What the task asks: Please copy every line of the records below that holds the word "force".
####
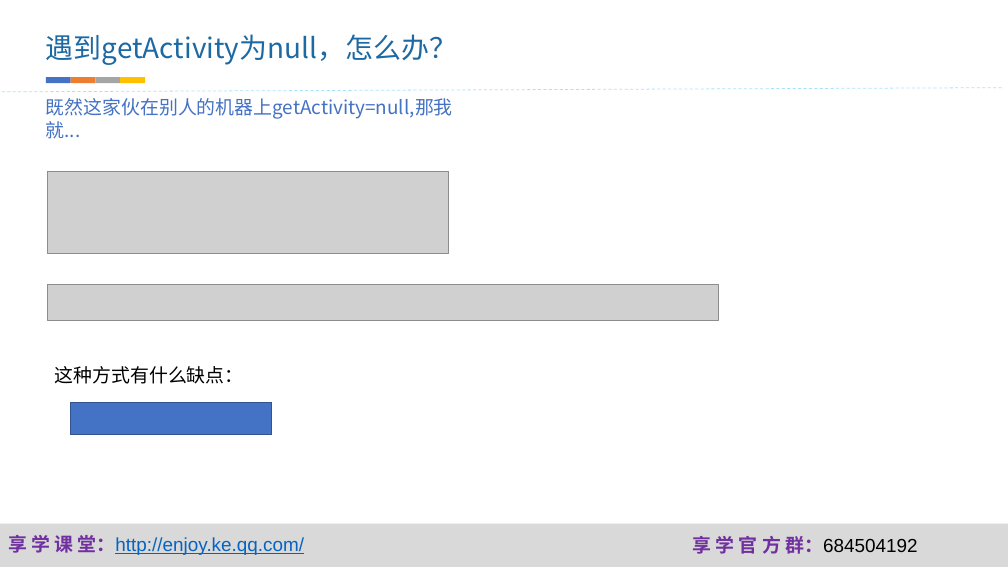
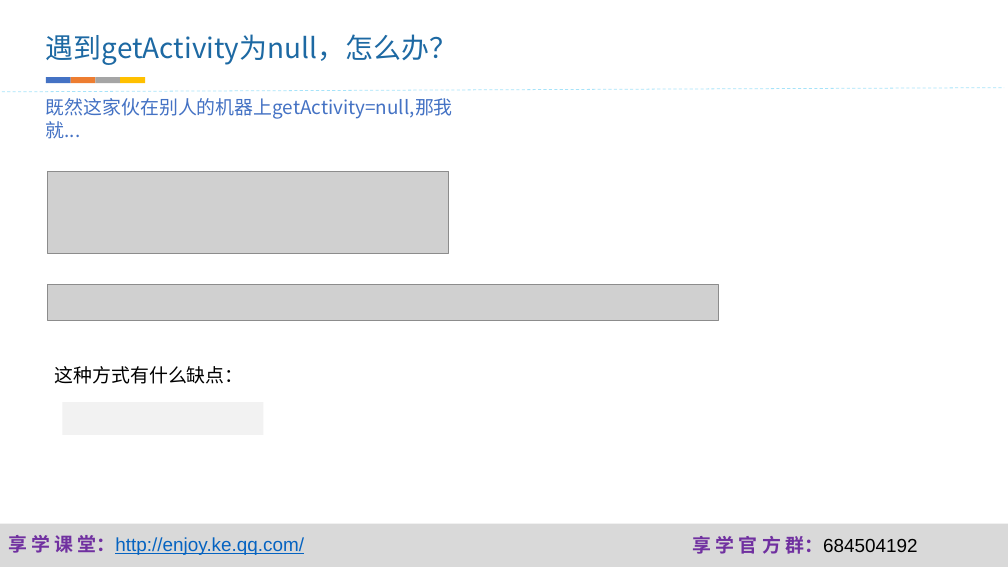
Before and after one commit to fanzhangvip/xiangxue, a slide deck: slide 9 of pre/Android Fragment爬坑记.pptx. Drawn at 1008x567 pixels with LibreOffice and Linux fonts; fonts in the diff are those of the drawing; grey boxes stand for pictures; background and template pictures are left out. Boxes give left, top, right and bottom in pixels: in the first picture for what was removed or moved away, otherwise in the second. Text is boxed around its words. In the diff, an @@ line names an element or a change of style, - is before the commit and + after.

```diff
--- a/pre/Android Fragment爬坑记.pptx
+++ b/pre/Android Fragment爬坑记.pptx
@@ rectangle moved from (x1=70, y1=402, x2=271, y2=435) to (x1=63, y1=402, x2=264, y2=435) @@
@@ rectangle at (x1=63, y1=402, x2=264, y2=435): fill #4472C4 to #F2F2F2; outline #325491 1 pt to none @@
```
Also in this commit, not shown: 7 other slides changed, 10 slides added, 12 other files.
####
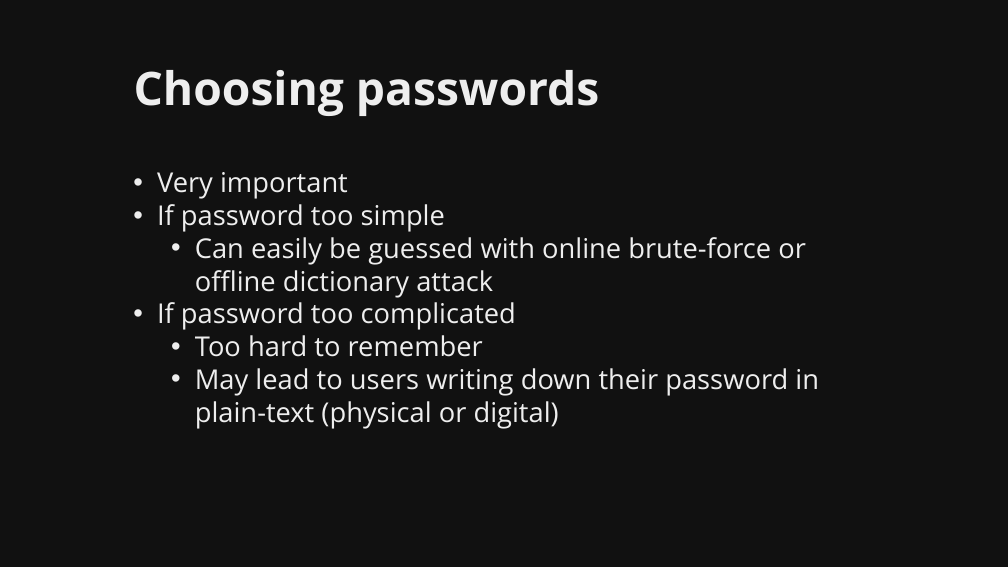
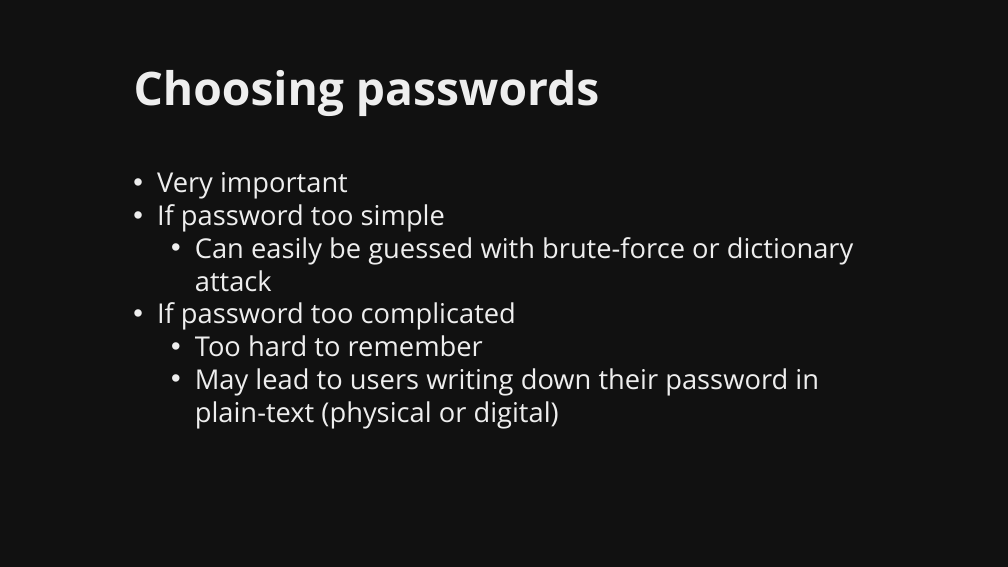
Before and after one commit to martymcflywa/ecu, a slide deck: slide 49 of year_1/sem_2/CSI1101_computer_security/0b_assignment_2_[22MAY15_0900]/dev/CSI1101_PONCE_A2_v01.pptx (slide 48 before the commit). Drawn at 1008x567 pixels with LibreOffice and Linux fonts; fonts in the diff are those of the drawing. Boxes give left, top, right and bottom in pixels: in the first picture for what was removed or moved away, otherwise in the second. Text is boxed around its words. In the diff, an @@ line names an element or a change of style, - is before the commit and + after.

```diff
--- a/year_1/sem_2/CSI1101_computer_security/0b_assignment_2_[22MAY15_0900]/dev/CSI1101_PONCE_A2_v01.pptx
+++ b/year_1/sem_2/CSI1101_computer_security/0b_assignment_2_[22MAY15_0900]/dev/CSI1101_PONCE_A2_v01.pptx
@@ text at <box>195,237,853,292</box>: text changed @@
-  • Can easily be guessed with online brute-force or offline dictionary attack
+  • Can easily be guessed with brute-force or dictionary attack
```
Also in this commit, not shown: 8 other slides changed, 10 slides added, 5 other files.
####
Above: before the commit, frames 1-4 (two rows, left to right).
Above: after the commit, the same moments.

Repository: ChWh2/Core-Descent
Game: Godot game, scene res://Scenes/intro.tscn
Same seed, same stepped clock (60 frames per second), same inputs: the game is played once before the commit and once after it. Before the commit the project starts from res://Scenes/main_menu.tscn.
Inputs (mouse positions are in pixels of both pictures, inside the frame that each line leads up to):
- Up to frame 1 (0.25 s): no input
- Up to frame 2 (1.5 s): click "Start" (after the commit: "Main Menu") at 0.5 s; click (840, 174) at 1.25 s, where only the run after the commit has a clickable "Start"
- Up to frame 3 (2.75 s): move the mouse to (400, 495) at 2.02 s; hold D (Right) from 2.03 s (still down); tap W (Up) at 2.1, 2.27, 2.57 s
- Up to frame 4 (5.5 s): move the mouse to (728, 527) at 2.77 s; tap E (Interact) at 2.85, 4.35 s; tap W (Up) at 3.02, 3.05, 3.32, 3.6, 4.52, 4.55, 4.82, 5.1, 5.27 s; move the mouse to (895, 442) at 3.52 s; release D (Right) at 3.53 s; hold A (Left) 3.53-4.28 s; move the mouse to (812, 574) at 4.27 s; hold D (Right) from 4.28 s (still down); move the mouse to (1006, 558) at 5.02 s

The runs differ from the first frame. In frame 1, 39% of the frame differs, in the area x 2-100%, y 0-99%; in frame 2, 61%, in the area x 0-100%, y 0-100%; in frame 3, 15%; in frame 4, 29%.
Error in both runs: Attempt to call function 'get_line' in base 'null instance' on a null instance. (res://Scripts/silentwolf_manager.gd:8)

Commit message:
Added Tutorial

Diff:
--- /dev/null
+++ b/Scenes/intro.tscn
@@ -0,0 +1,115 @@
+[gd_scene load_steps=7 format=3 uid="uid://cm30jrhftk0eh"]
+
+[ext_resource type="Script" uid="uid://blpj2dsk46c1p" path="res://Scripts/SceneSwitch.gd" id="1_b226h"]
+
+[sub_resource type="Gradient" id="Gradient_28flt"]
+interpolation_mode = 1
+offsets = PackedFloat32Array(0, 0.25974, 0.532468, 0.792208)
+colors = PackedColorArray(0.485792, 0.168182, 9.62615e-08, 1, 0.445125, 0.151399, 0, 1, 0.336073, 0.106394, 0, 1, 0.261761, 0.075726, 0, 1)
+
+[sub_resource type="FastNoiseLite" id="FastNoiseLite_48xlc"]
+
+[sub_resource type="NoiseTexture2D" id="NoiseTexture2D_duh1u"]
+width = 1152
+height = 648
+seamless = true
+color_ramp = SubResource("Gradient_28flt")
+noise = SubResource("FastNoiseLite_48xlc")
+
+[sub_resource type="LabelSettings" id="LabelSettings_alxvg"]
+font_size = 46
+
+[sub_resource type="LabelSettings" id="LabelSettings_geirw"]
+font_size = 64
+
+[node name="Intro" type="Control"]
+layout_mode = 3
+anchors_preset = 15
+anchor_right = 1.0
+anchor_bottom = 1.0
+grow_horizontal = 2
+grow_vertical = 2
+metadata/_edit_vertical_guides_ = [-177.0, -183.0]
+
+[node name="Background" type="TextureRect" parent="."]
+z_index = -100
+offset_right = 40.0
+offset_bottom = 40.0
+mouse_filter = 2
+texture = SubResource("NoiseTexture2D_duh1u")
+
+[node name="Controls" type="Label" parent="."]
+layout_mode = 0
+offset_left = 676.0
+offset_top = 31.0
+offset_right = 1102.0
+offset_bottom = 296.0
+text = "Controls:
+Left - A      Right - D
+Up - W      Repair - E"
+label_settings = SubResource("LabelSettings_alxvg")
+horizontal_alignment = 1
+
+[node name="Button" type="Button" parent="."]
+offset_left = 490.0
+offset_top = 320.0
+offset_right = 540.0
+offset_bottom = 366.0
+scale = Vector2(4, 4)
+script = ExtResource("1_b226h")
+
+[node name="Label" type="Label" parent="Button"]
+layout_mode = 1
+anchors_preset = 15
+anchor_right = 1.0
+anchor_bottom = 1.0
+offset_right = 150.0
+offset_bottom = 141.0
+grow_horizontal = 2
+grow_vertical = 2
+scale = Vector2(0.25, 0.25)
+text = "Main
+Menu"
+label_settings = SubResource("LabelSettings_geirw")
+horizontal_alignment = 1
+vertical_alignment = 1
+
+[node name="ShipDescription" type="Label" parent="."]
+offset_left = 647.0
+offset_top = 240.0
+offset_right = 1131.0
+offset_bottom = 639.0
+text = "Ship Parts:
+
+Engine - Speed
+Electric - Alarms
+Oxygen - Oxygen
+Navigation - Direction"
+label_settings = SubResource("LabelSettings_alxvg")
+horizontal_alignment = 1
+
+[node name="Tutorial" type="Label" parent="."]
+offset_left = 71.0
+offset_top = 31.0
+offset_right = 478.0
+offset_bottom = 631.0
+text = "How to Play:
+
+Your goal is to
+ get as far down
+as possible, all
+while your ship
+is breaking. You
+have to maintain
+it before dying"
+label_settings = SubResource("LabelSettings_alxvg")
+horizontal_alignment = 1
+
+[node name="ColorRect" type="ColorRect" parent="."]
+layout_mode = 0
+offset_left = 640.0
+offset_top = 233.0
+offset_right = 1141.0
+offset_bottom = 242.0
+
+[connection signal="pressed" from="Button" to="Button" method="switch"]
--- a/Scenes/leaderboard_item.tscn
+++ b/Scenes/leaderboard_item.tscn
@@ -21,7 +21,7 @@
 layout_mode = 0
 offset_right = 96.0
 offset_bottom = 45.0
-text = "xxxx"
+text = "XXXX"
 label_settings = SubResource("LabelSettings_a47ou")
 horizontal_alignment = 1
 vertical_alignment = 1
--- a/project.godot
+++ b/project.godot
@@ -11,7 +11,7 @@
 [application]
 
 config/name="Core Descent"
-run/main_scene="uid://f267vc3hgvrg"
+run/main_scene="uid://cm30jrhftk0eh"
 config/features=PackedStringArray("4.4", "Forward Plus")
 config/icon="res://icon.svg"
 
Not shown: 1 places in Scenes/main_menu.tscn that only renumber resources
####
Reply to the exercise:
-  • Can easily be guessed with online brute-force or offline dictionary attack
+  • Can easily be guessed with brute-force or dictionary attack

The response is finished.